# Bluefin Jigging/Popping in Cape Cod in 2012



## ksong

Bluefin jigging/popping in Cape Cod is around the corner.
I am going to post info and trip reports for bluefin in Cape Cod in 2012 here.
I don't arrange any trip in advance because of my uncertain business /fishing trip schedules. It cost to arrange a fishing trip with top-notch Capts like Dom, Josh or Jimmy the Greek. 
If anyone who can not make a commitment in advance, but can go on a short notice, let me know. I'll compile list for short notice trips. I'll try to find the best boats available.


----------



## Ex Boat Capt. Carp

Looking forward to your report/s.!! FISH ON!! Good Luck!!


----------



## ksong

We found them today. It was very foggy this morning, but fog cleared by 9:00 am and we could see pretty far.
There were whales and birds !!!
The first cast in Cape Cod this season resulted in big swirl around my FCL LABO CPS220S. 
We tried hard for an hour without success. Guys are more interested in taking pictures/videos of whale show than cating poppers as they never seen whale on the boat before. 

Capt Jimmy found tuna running 100 miles from Chatham, Race Point, SE Conner and south of Chatham last year on the first trip last year and he did it again. No boat was around us as in last year.
We felt we got there a little too late because 10:00 am was slack time and action slowed down after 10:00 am.

We had a great seabass jigging in the afternoon. Many were in 4 - 5 lb range and it was fun to catch them on light tackle.

I'll post about seabass jigging in separate thread.


----------



## ksong

Bluefin start biting now.
I have bluefin trips from June 19 to June 22 in Cape Cod and I hope we catch some tuna. 
Most tuna caught now are in 300 lb - 500 lb range.


----------



## Ex Boat Capt. Carp

Best of luck to you Kil, hope you catch a big one and hope to see some pictures!!! FISH ON Kil!!!


----------



## ksong

*10-05-2012*

Good news is bluefin were biting today and bad news is we didn't hook up any tuna.

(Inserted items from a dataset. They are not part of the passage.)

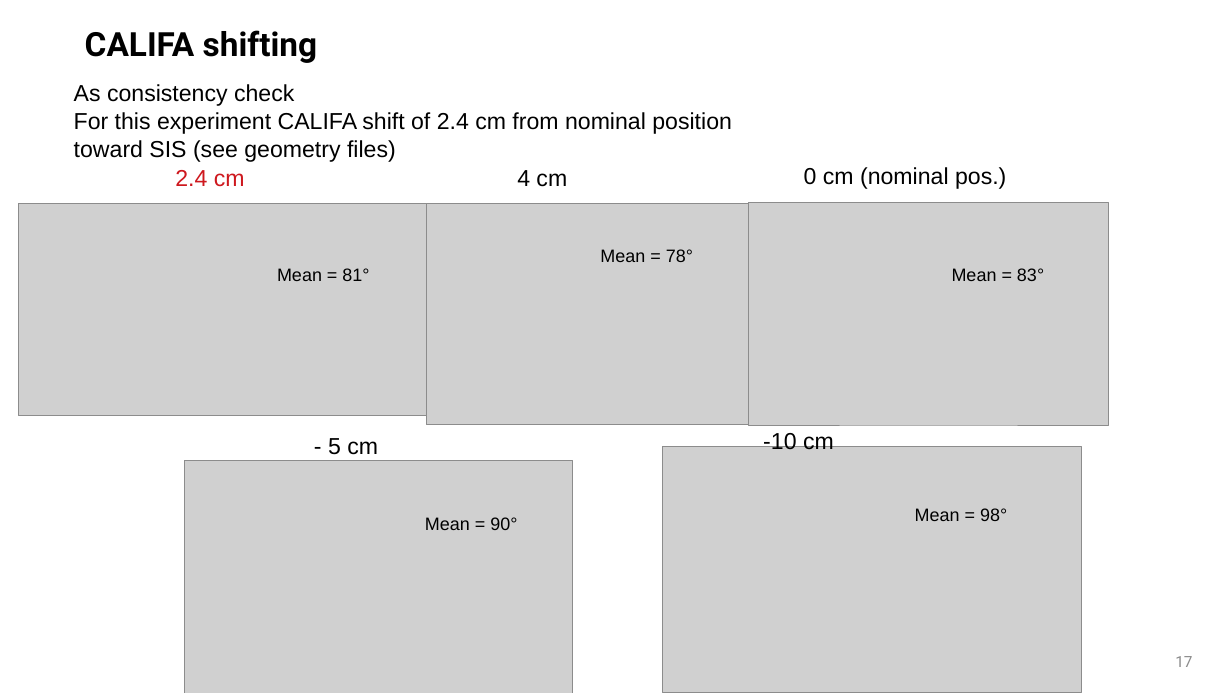
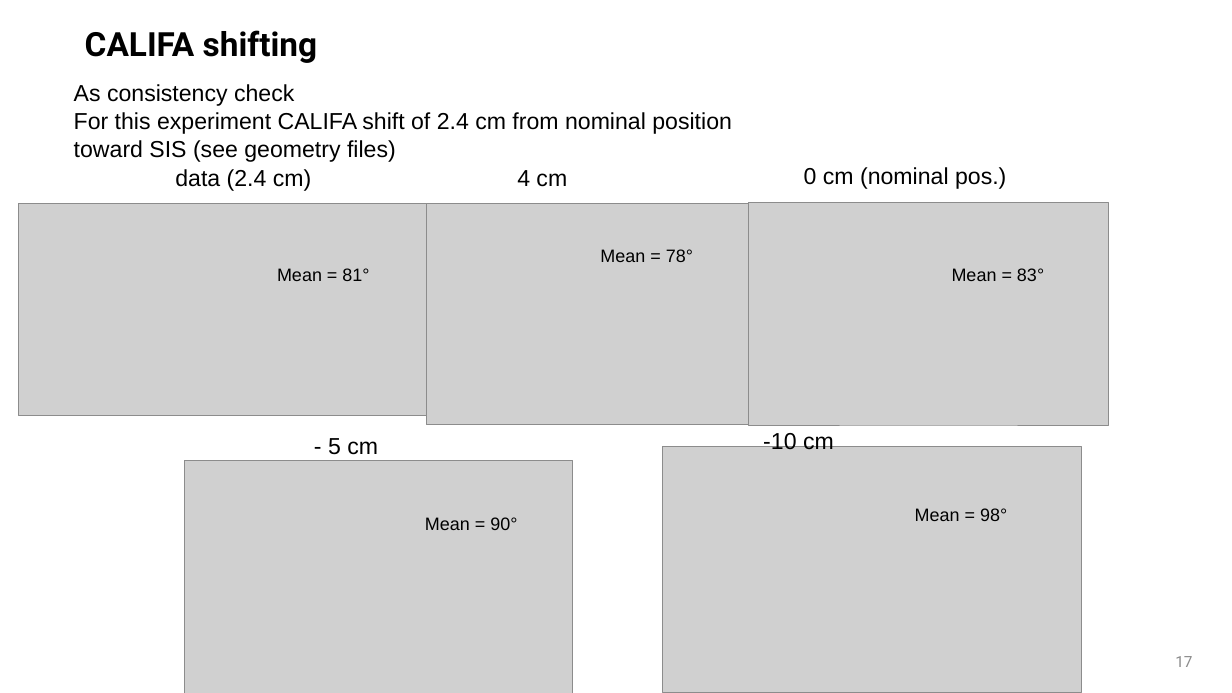
Before and after one commit to jenegger/r3b_wg, a slide deck: slide 17 of presentation_wg.odp. Drawn at 1232x693 pixels with LibreOffice and Linux fonts; fonts in the diff are those of the drawing; grey boxes stand for pictures; background and template pictures are left out. Boxes give left, top, right and bottom in pixels: in the first picture for what was removed or moved away, otherwise in the second. Text is boxed around its words. In the diff, an @@ line names an element or a change of style, - is before the commit and + after.

Commit message:
califa shift

```diff
--- a/presentation_wg.odp
+++ b/presentation_wg.odp
@@ text at box(175, 169, 311, 191): text changed; text colour #CE181E to #000000 @@
-2.4 cm
+data (2.4 cm)
```
Also in this commit, not shown: 1 other file.

Capt Jimmy wanted to check the area where bluefin were there in big number in Oct last year.
It was very promising. whales were there, birds were there and bait were there.
Even we knew bites were going on about 7 - 8 miles north of us, we stick to our area as it is so promising. 
We didn't see any boat around us. 
John had a fish first while jigging. He had a 28 lb drag at strike on JM PE reel and almost half of line got dumped.
He increased drag past strike position. He must used over 35 lb drag, but the fish still took lines.
But the fish turned out to be 300 plus lb blue shark. 
We waited until slack tide, but nothing happened. 
Even we didn't have any tuna today, nobody complained. Instead of joining fleet, we decided to stick to our plan as we saw tons of bait and whales around us and it looked it was just a matter of time when tuna found the area.

Capt Jimmy and myself have many things in common. One of them is we are not afraid to make mistakes and experiment new things, and explore new areas away from the crowd. 
OF course we have many days skunked because of it, but it is a part of fishing and we are enjoying it even without fish.

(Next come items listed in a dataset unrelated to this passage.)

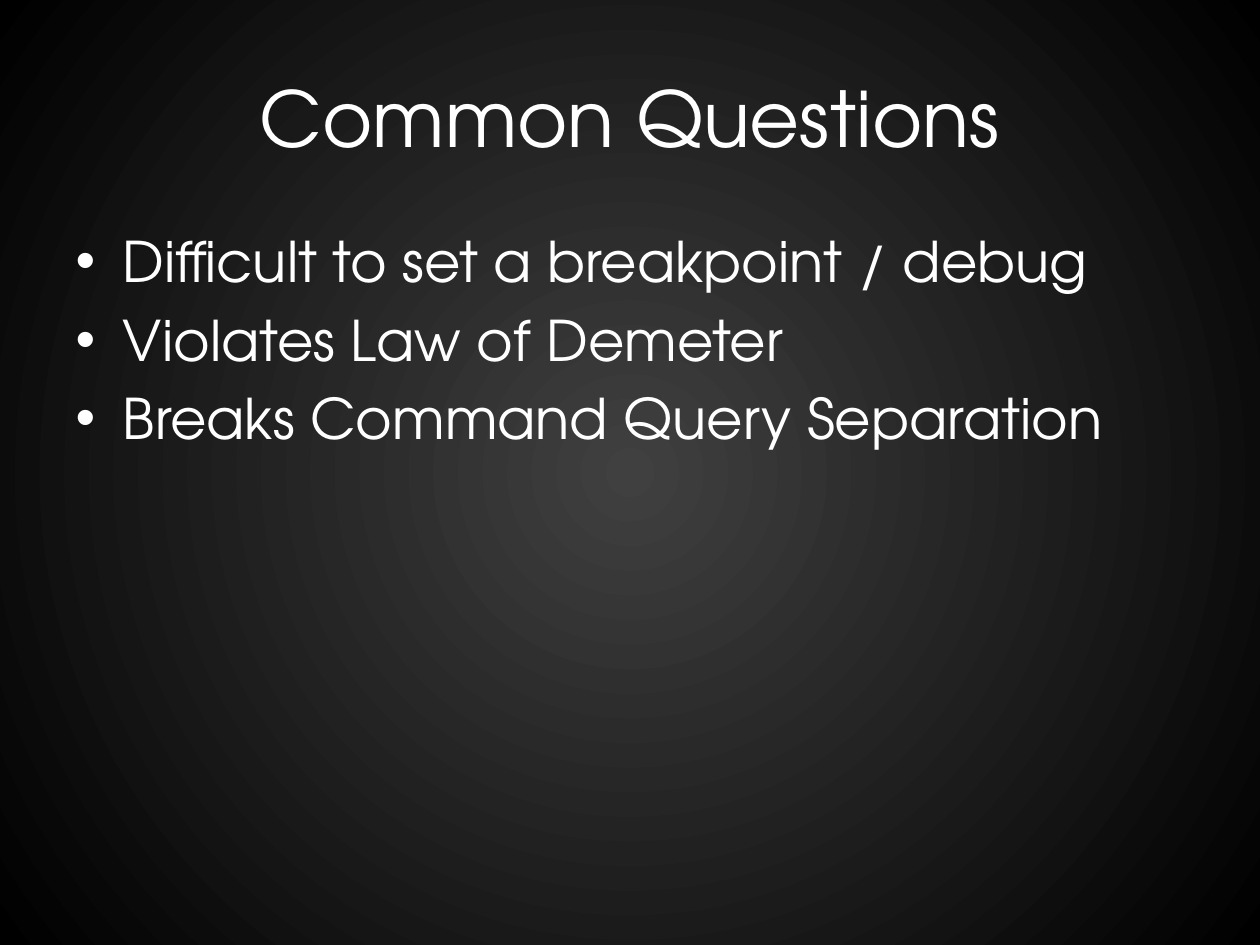
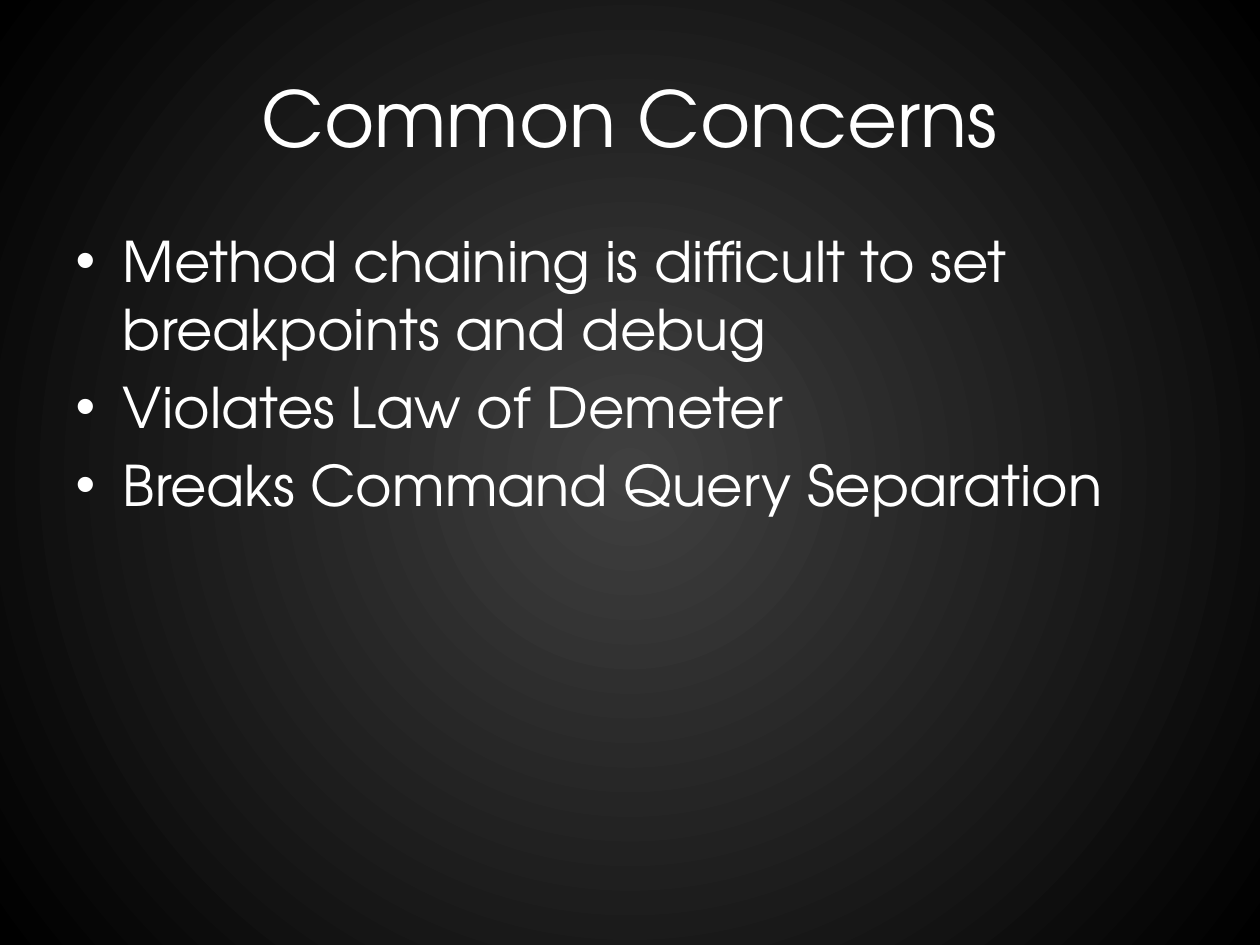
Before and after one commit to RookieOne/Evolve-Your-Code, a slide deck: slide 57 of EvolveYourCode.pptx (slide 31 before the commit). Drawn at 1260x945 pixels with LibreOffice and Linux fonts; fonts in the diff are those of the drawing. Boxes give left, top, right and bottom in pixels: in the first picture for what was removed or moved away, otherwise in the second. Text is boxed around its words. In the diff, an @@ line names an element or a change of style, - is before the commit and + after.

```diff
--- a/EvolveYourCode.pptx
+++ b/EvolveYourCode.pptx
@@ title at (x1=262, y1=89, x2=998, y2=148): text changed @@
-Common Questions
+Common Concerns
@@ text at (x1=123, y1=240, x2=1007, y2=362): text changed @@
-• Difficult to set a breakpoint / debug
+• Method chaining is difficult to set breakpoints and debug
```
Also in this commit, not shown: 24 other slides changed, 33 slides added, 12 slides removed, 34 other files.

Tomorrow is another adventure day with Capt Jimmy and I hope tuna find us tomorrow.
If not, we'll try again next week. 

I rarely see so many herring from the bottom to the top in 150 ft water. How can you leave the area to find better area.  It is good to see herring is coming back.


















I could count at least two dozen whales around us


----------



## ksong

John fighting 300 plus lb blue shark with JM PE reel filled with 80 JB and Black Hole Cape Cod Special 450g spiral jigging rod.


----------



## Ex Boat Capt. Carp

Your the man Kil!! FISH ON!!!


----------



## ksong

We left at 4:30 am but I was surprised many boats were there already and some were fighting tuna.
While most boat had at least one tuna on troll in the morning, we couldn't get any bite until noon.
We drifted among trolling boat. I jigged and John and Elio cast poppers while Capt Jimmy set up two bait rods. We marked tuna occasionally and I expected good jigging bites, but I had only one hit on my jig. I lost the fish because assist cord was cut. I suspect it was a shark.

John had a huge swirl behind Heru Skipjack lure. He got explosion a giant on his lure again 10 minutes later. But, fortunately giant missed hooks.  if we joined the fleet early in the morning, we definitely had more chances to hook up tuna on poppers as bites were hot in early morning.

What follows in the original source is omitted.